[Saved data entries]

= = =

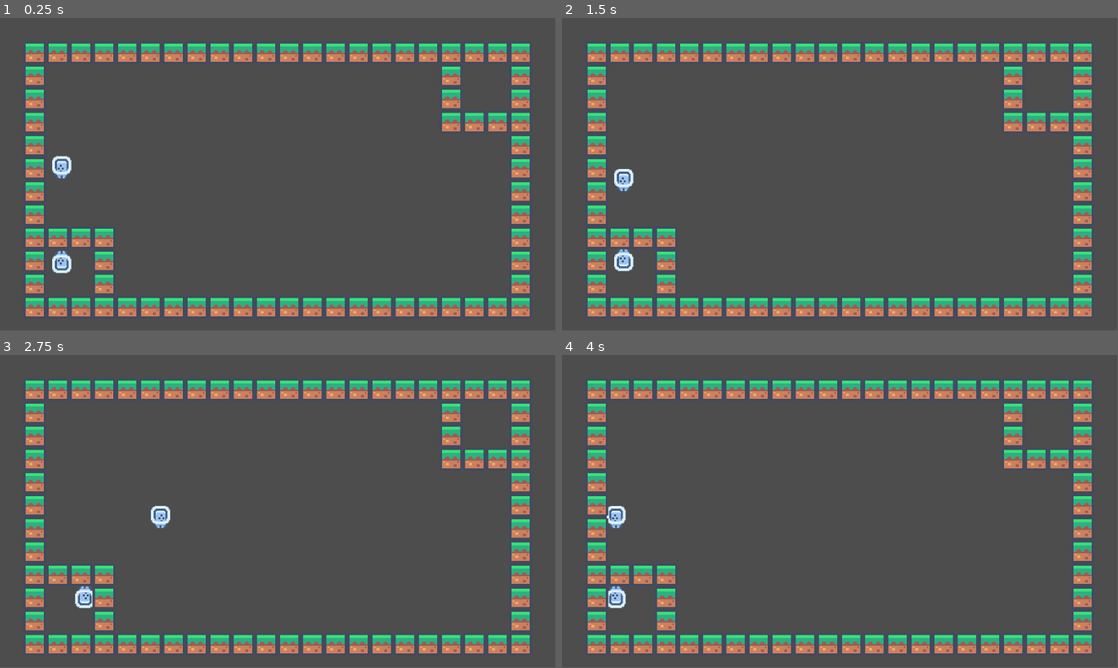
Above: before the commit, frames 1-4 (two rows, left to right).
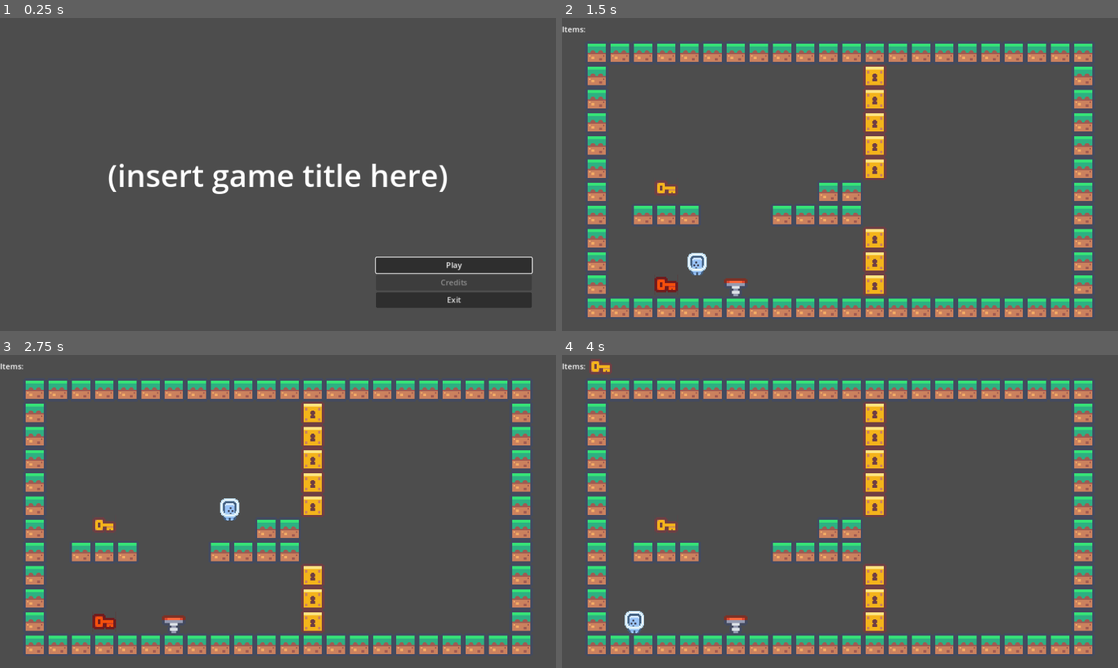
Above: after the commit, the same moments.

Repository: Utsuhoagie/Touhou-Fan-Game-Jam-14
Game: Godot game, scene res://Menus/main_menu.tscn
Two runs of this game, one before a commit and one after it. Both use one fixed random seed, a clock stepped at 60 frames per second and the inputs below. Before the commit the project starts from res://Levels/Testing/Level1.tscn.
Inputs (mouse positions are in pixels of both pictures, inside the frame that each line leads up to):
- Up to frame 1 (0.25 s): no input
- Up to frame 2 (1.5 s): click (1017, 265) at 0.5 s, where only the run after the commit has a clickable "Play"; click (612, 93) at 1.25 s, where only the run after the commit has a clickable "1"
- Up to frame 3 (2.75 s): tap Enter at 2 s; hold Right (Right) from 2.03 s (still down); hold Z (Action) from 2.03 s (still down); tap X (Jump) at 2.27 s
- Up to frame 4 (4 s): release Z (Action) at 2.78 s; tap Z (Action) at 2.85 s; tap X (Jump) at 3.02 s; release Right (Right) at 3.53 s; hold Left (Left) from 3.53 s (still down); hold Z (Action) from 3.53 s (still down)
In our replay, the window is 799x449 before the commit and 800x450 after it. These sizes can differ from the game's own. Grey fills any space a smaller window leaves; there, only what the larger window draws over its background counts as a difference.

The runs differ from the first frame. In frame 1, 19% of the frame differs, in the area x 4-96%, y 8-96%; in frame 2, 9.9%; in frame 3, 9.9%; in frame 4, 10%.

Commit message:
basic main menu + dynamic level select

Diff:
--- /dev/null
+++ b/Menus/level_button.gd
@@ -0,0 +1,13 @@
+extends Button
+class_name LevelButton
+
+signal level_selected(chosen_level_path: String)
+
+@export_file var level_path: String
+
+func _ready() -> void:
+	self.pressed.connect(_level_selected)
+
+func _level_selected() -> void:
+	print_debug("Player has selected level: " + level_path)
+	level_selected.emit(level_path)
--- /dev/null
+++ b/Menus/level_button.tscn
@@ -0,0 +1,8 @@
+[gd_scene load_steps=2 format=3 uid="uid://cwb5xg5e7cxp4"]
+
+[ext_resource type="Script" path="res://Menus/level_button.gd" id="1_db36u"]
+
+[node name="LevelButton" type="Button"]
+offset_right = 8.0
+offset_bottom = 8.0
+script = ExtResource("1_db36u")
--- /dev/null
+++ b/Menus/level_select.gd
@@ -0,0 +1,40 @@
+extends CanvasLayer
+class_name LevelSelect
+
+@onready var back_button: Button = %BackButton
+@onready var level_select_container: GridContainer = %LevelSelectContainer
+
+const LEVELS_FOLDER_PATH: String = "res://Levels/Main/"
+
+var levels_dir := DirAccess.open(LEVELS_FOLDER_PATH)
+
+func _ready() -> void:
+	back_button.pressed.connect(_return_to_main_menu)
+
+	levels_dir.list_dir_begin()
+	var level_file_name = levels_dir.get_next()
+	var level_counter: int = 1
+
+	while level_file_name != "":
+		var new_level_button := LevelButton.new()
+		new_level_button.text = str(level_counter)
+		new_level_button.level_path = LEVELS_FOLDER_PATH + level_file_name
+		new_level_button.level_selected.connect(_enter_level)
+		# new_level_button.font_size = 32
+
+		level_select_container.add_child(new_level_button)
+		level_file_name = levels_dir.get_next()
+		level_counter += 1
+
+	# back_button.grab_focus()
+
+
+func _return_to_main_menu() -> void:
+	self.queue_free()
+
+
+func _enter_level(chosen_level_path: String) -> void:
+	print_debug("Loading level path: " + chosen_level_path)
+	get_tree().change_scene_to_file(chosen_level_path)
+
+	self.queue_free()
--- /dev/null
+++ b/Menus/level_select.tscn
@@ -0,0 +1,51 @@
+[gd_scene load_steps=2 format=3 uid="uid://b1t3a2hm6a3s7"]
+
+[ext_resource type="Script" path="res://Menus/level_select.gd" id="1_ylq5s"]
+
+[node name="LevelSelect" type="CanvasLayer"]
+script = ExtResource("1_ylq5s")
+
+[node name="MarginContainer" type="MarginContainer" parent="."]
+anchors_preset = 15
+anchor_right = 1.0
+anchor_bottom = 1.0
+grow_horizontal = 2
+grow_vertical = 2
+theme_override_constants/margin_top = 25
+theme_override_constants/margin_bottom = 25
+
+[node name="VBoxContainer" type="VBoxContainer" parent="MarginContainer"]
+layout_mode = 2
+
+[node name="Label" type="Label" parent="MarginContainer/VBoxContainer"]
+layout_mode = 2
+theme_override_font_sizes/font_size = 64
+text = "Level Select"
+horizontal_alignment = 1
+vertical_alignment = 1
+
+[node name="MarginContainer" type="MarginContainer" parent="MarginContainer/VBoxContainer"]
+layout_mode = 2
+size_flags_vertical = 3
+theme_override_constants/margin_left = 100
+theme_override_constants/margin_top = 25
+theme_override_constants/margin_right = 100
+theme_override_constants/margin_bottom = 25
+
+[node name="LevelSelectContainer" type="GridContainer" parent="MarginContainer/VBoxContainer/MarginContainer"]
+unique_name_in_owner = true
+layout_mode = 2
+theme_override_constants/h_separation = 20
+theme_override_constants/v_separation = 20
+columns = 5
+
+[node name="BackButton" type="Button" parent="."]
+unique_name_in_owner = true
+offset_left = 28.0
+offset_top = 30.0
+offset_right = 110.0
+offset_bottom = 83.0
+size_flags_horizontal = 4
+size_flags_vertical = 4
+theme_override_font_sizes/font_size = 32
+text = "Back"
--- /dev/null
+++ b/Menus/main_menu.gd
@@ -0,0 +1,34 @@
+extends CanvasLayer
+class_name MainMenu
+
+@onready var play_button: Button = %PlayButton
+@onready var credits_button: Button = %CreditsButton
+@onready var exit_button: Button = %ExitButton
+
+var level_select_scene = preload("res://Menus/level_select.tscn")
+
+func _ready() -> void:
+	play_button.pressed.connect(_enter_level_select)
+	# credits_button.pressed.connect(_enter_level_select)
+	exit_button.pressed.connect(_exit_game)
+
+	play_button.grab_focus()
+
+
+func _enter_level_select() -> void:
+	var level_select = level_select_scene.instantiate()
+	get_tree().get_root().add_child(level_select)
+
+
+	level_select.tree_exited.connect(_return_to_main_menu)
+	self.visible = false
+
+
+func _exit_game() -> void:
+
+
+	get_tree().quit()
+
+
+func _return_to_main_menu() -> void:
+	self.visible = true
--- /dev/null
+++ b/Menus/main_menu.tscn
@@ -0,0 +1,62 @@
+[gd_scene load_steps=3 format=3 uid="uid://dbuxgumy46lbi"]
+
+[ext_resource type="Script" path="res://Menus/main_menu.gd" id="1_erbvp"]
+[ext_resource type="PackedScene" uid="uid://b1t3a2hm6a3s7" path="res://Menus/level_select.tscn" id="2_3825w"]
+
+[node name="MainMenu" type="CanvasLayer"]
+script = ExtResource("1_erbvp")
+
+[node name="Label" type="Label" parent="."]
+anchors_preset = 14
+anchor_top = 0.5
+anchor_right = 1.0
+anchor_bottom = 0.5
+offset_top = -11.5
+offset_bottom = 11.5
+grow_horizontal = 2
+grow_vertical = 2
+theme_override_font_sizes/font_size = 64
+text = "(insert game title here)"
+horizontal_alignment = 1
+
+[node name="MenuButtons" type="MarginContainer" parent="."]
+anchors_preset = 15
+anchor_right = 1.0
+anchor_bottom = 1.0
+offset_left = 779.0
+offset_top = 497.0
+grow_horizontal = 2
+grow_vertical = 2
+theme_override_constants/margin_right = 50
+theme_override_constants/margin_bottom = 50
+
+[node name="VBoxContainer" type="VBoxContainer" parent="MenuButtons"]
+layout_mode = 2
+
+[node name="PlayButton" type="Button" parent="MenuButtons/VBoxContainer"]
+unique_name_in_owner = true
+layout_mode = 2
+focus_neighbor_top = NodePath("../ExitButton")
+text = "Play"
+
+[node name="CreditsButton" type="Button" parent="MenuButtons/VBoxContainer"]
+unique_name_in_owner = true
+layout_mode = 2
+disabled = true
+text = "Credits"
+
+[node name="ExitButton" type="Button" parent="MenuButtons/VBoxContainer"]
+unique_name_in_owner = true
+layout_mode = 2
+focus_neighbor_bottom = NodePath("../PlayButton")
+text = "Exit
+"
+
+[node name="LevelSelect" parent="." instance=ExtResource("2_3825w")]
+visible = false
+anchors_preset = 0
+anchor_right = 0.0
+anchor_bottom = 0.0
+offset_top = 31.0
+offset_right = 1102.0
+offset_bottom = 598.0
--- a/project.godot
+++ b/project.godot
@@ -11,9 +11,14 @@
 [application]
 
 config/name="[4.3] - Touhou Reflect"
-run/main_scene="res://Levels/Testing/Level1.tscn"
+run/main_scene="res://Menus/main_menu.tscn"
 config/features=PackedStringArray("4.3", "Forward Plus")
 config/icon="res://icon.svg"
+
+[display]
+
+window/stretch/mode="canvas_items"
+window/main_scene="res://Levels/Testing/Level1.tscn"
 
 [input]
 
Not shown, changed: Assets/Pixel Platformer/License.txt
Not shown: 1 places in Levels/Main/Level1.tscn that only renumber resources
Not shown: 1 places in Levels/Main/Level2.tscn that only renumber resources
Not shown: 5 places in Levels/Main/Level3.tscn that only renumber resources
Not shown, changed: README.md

= = =

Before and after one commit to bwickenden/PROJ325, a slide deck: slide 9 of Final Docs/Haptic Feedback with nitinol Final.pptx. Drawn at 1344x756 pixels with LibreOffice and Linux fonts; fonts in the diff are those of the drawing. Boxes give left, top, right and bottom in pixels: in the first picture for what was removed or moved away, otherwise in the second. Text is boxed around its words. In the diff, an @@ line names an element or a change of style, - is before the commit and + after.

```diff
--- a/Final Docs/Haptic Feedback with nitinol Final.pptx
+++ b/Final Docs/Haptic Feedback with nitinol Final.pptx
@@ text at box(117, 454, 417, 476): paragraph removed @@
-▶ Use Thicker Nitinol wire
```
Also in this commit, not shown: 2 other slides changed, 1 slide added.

= = =

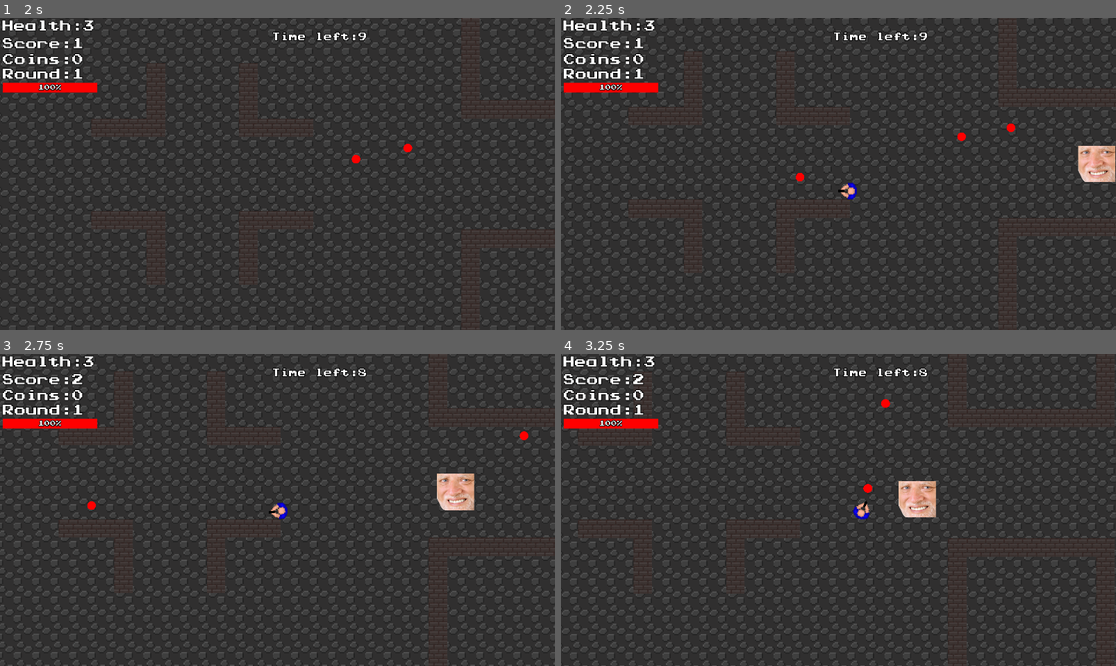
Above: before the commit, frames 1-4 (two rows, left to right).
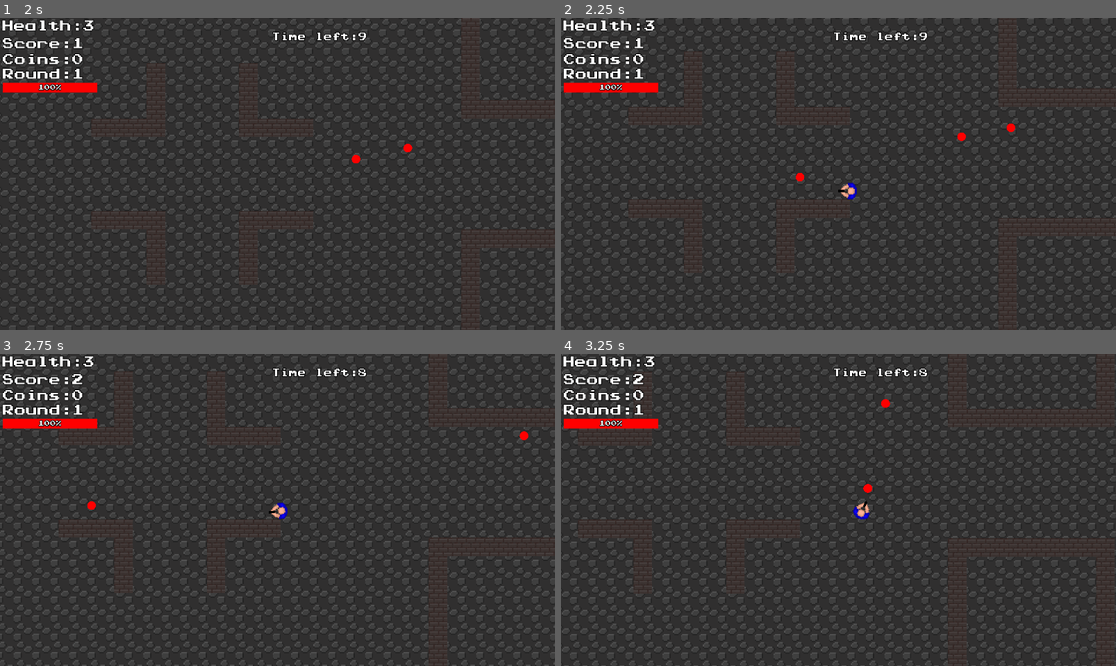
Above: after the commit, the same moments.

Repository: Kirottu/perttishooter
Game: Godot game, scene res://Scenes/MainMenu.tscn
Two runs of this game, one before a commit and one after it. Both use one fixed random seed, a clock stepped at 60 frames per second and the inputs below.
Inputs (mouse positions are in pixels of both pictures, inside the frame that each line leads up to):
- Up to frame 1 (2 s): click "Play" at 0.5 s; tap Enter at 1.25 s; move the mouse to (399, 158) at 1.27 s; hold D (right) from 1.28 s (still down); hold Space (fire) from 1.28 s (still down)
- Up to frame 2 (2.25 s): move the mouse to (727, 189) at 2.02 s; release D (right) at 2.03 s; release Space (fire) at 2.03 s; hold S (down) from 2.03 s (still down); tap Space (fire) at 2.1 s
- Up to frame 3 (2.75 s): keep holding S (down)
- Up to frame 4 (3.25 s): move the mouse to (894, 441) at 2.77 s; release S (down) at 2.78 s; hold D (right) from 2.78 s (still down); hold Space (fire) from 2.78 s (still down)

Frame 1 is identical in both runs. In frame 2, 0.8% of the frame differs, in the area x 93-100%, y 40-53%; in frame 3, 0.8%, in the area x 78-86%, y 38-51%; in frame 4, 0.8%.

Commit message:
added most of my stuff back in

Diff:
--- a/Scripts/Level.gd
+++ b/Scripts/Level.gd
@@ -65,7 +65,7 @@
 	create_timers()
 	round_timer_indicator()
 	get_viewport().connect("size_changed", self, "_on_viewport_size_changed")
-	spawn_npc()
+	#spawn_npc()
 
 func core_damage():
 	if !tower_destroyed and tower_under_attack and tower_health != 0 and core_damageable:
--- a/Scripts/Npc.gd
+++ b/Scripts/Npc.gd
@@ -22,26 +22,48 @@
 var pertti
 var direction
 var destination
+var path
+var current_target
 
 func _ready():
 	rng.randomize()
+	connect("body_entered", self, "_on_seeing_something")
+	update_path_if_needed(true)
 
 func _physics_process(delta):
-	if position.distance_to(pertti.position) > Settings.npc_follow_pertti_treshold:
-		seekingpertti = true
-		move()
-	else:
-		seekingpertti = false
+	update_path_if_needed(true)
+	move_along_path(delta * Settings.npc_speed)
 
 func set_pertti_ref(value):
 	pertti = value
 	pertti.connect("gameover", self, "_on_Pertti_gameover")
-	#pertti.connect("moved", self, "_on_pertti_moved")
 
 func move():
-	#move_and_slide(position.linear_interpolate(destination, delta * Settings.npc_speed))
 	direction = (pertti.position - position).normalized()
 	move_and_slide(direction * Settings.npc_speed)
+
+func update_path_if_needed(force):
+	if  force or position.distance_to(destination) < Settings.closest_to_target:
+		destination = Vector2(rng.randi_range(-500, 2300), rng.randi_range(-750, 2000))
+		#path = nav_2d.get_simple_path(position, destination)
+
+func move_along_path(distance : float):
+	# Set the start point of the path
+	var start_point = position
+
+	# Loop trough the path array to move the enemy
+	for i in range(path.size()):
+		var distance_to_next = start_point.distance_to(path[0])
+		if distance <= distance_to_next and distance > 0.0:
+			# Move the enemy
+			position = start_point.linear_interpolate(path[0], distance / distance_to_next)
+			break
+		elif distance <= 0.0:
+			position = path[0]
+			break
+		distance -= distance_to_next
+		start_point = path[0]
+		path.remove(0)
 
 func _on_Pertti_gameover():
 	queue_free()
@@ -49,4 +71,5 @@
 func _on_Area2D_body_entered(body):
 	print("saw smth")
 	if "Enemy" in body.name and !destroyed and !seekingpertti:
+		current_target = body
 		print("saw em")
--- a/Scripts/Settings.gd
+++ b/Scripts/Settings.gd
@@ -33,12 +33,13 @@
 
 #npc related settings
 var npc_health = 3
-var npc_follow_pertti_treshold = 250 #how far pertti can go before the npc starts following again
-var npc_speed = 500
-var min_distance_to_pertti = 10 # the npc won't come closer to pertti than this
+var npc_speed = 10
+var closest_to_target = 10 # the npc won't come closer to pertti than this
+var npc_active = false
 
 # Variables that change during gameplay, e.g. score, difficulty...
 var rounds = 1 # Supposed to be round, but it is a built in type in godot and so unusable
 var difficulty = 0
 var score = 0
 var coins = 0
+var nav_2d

= = =

Task prompt: Copy every line from the entries that contains the word "differs".

Answer box:
The runs differ from the first frame. In frame 1, 19% of the frame differs, in the area x 4-96%, y 8-96%; in frame 2, 9.9%; in frame 3, 9.9%; in frame 4, 10%.
Frame 1 is identical in both runs. In frame 2, 0.8% of the frame differs, in the area x 93-100%, y 40-53%; in frame 3, 0.8%, in the area x 78-86%, y 38-51%; in frame 4, 0.8%.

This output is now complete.